As hard as it was to believe, Rhoda and I got our hair done at the same place. What was even harder to believe was the fact that even though she had four times as much hair as me, they charged me the same amount that they charged her. Rhoda got her hair done once a week. I only had to go every other week. So there was some justice in the world of beauty. My monthly hairdressing bill was half of what she paid. But even on the weeks that I didn’t have to visit my beautician, Rhoda and I had a standing date to meet up at the Red Rose for a couple of drinks.

“OK,” Jade said, her big green eyes slowly looking over my head. “Auntie, no offense, but don’t you think you should consider going back to braids? And the longer and thicker the better. Uh, people are laughing at your bald spots. From the front, your hairline looks like Harry Belafonte’s.”

“My hairline looks like Harry Belafonte’s? What…I…what bald spots?” I asked with a profound gasp. Both hands flew up to my head, patting and feeling around. I plucked my purse out of my desk drawer and fished out my compact.

Jade shut the door and moved over to my desk. “You can’t see them, but other people can,” she informed me. “Especially in the back…and on the sides.”

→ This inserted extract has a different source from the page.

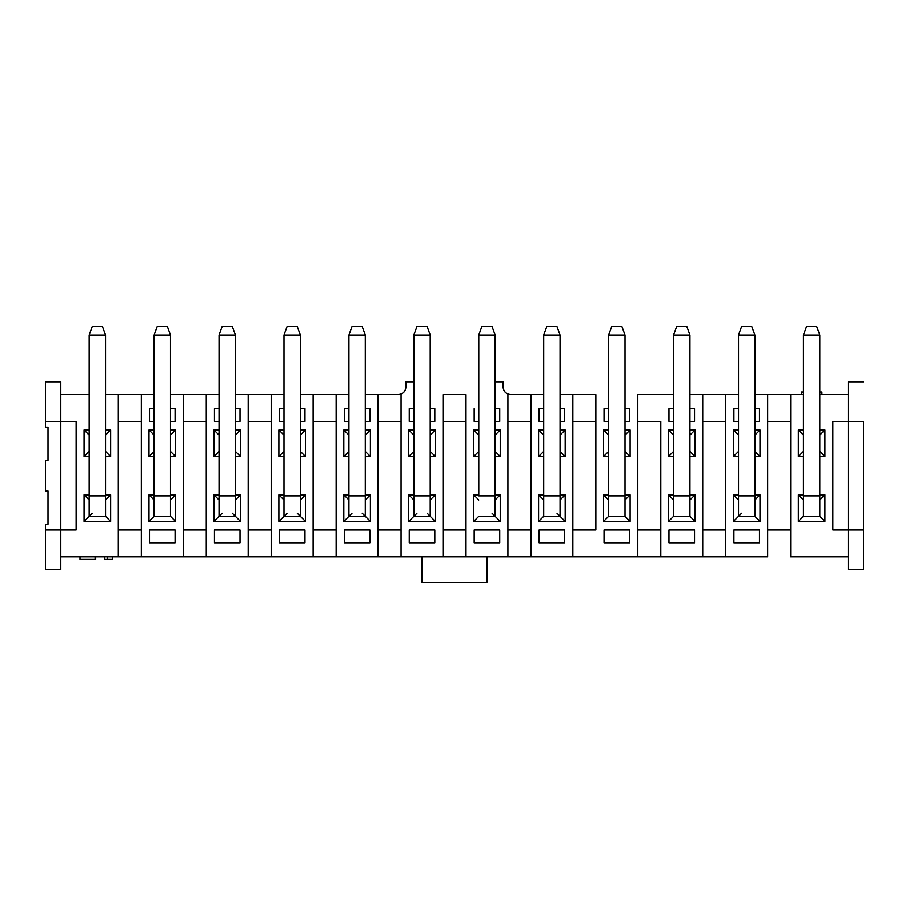 <?xml version="1.0" encoding="UTF-8"?>
<svg xmlns="http://www.w3.org/2000/svg" width="909" height="909" viewBox="0 0 909 909"><rect width="100%" height="100%" fill="white"/><g stroke="black" fill="none" stroke-linecap="round" stroke-linejoin="round"><path stroke-width="1.36" d="M637.811 394.551L637.811 421.39L660.809 421.39L637.811 421.39L637.811 394.551L660.809 394.551L637.811 394.551M660.82 421.39L660.82 530.049L660.82 421.39M637.811 530.049L660.809 530.049L637.811 530.049L637.811 556.887L660.809 556.887L637.811 556.887L637.811 421.39L637.811 530.049M660.82 556.887L660.82 530.049L660.82 556.887L702.748 556.887L702.748 530.049L702.748 556.887L725.757 556.887L725.757 530.049L725.757 556.887L660.82 556.887M595.872 530.049L595.872 394.551L595.872 421.39L572.863 421.39L572.863 394.551L572.863 421.39L595.872 421.39L595.872 530.049L572.863 530.049L572.863 556.887L595.872 556.887L572.863 556.887L572.863 530.049L595.872 530.049M629.619 408.607L625.028 408.607L629.619 408.607L629.619 421.39L629.619 408.607M608.655 408.607L604.053 408.607L604.053 421.39L608.655 421.39L604.053 421.39L604.053 408.607L608.655 408.607M625.028 421.39L629.619 421.39L625.028 421.39M604.053 530.049L604.053 542.832L629.619 542.832L629.619 530.049L604.053 530.049L629.619 530.049L629.619 542.832L604.053 542.832L604.053 530.049M530.936 530.049L530.936 556.887L141.327 556.887L141.327 530.049L141.327 556.887L206.252 556.887L206.252 530.049L206.252 556.887L248.18 556.887L248.18 530.049L248.18 556.887L271.189 556.887L271.189 530.049L271.189 556.887L336.125 556.887L336.125 530.049L336.125 556.887L401.062 556.887L401.062 394.551L401.062 421.39L378.053 421.39L378.053 394.551L401.062 394.551L378.053 394.551L378.053 421.39L401.062 421.39L401.062 556.887L443.001 556.887L443.001 530.049L443.001 556.887L465.999 556.887L465.999 394.551L465.999 556.887L507.926 556.887L507.926 530.049L507.926 556.887L530.936 556.887L530.936 394.551L530.936 421.39L507.926 421.39L507.926 394.551L543.718 394.551L507.926 394.551L507.926 421.39L530.936 421.39L530.936 530.049L507.926 530.049L530.936 530.049M595.872 394.551L572.863 394.551L595.872 394.551M572.863 421.39L572.863 530.049L572.863 421.39M564.682 408.607L560.08 408.607L564.682 408.607L564.682 421.39L564.682 408.607M543.718 408.607L539.128 408.607L539.128 421.39L543.718 421.39L539.128 421.39L539.128 408.607L543.718 408.607M560.08 421.39L564.682 421.39L560.08 421.39M539.128 530.049L539.128 542.832L564.682 542.832L564.682 530.049L539.128 530.049L564.682 530.049L564.682 542.832L539.128 542.832L539.128 530.049M702.748 421.39L702.748 394.551L738.54 394.551L702.748 394.551L702.748 530.049L725.757 530.049L725.757 394.551L725.757 421.39L702.748 421.39L725.757 421.39L725.757 530.049L702.748 530.049L702.748 421.39M754.902 394.551L803.465 394.551L767.673 394.551L767.673 421.39L767.673 394.551L754.902 394.551M819.827 394.551L848.211 394.551L819.827 394.551M560.08 394.551L572.863 394.551L560.08 394.551M660.82 394.551L673.603 394.551L660.82 394.551M689.965 394.551L702.748 394.551L689.965 394.551M689.954 408.607L694.556 408.607L694.556 421.39L689.965 421.39L694.556 421.39L694.556 408.607L689.965 408.607M673.603 408.607L668.99 408.607L668.99 421.39L673.603 421.39M668.99 530.049L668.99 542.832L694.556 542.832L694.556 530.049L668.99 530.049L694.556 530.049L694.556 542.832L668.99 542.832L668.99 530.049M767.673 421.39L790.694 421.39L790.694 394.551L790.694 421.39L767.673 421.39L767.673 556.887L767.673 530.049L790.694 530.049L790.694 556.887L790.694 421.39L790.694 530.049L767.673 530.049L767.673 421.39M848.211 421.39L848.211 381.769L863.55 381.769L848.211 381.769L848.211 421.39L832.871 421.39L832.871 530.049L848.211 530.049L848.211 569.67L848.211 530.049L863.55 530.049L863.55 569.67L848.211 569.67L863.55 569.67L863.55 530.049L848.211 530.049L848.211 421.39L863.55 421.39L848.211 421.39L848.211 530.049L832.871 530.049L832.871 421.39L848.211 421.39M821.929 394.551L821.929 391.995L819.827 391.995L821.929 391.995L821.929 394.551M803.465 391.995L801.374 391.995L801.374 394.551L801.374 391.995L803.465 391.995M759.492 421.39L759.492 408.607L754.902 408.607L759.492 408.607L759.492 421.39L754.902 421.39L759.492 421.39M733.927 421.39L738.54 421.39L733.927 421.39L733.927 408.607L733.927 421.39M738.54 408.607L733.927 408.607L738.54 408.607M759.492 530.049L733.927 530.049L733.927 542.832L759.492 542.832L759.492 530.049L759.492 542.832L733.927 542.832L733.927 530.049L759.492 530.049M863.55 421.39L863.55 530.049L863.55 421.39M767.673 556.887L725.757 556.887L767.673 556.887M503.075 386.882C503.495 391.563 506.052 394.12 510.744 394.551C506.12 394.063 503.563 391.506 503.075 386.882L503.075 381.769L503.075 386.882M848.211 556.887L790.694 556.887L848.211 556.887M637.811 556.887L595.872 556.887L637.811 556.887M572.863 556.887L530.936 556.887L572.863 556.887M141.315 556.887L60.789 556.887L141.315 556.887M398.256 394.551C402.948 394.131 405.505 391.574 405.925 386.882L405.925 381.769L413.845 381.769L405.925 381.769L405.925 386.882C405.437 391.506 402.88 394.063 398.256 394.551L398.256 394.551C402.88 394.063 405.437 391.506 405.925 386.882M495.144 381.769L503.075 381.769L495.144 381.769M466.01 421.39L443.001 421.39L443.001 530.049L466.01 530.049M465.999 530.049L443.001 530.049L443.001 394.551L465.999 394.551L443.001 394.551L443.001 421.39L465.999 421.39M507.926 421.39L507.926 530.049L507.926 421.39M499.745 421.39L499.745 408.607L495.144 408.607L499.745 408.607L499.745 421.39L495.144 421.39L499.745 421.39M474.18 421.39L478.793 421.39L474.18 421.39L474.18 408.607L474.18 421.39M434.809 421.39L434.809 408.607L430.207 408.607L434.809 408.607L434.809 421.39L430.207 421.39L434.809 421.39M409.243 421.39L413.845 421.39L409.243 421.39L409.243 408.607L409.243 421.39M413.845 408.607L409.243 408.607L413.845 408.607M434.809 530.049L409.243 530.049L409.243 542.832L434.809 542.832L434.809 530.049L434.809 542.832L409.243 542.832L409.243 530.049L434.809 530.049M499.745 530.049L474.18 530.049L474.18 542.832L499.745 542.832L499.745 530.049L499.745 542.832L474.18 542.832L474.18 530.049L499.745 530.049M422.026 582.453L422.026 556.887L422.026 582.453L486.963 582.453L486.963 556.887L486.963 582.453L422.037 582.453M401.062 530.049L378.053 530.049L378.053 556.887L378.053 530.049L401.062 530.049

I gave Jade a thoughtful look before I rolled my eyes upward. “I don’t have a receding hairline.”

“I didn’t say you did.” She rushed around my desk and stood behind me, her fingers raking through the top of my hair. My skin tingled as she inspected my scalp with the tips of her fingers. “But, I swear to God, these bald spots need all the attention you can give them,” Jade complained. “Just look this mess!” Jade walked back from around the desk, shaking her head.

“Who has been laughing at me?” I asked quietly. “Other than Gloria Watson, I mean.” Gloria made fun of a lot of people, so whatever she said about me usually didn’t bother me.

Jade shrugged. “Well, her mostly. She cracks jokes when she’s got an audience.”

“Uh-huh.” I shook my head and shifted in my seat. “You go on to lunch. Paula Barton is out again today and she left a long list on her desk. I’m going to have to make some of her calls.”

“I can help you make some of the calls when I get back, if you want me to,” Jade offered, heading for the door. “Now you just sit there and relax.”

I didn’t like the fact that Jade, at times, held such a high position of authority in my life. There were occasions when I felt like I was the child and she was the adult.

Muh’Dear and a lot of other adults I knew complained that Jade was too mature for her own good, and that it would eventually cause some problems. Not just for Jade but for other people in her life.

“And don’t worry about that bitch,” Jade said. “Me and Mama, we got your back.” Jade gave me a firm nod before she left my office, gently closing the door behind her.

I was worried about
that bitch
. But I was worried about Jade, too.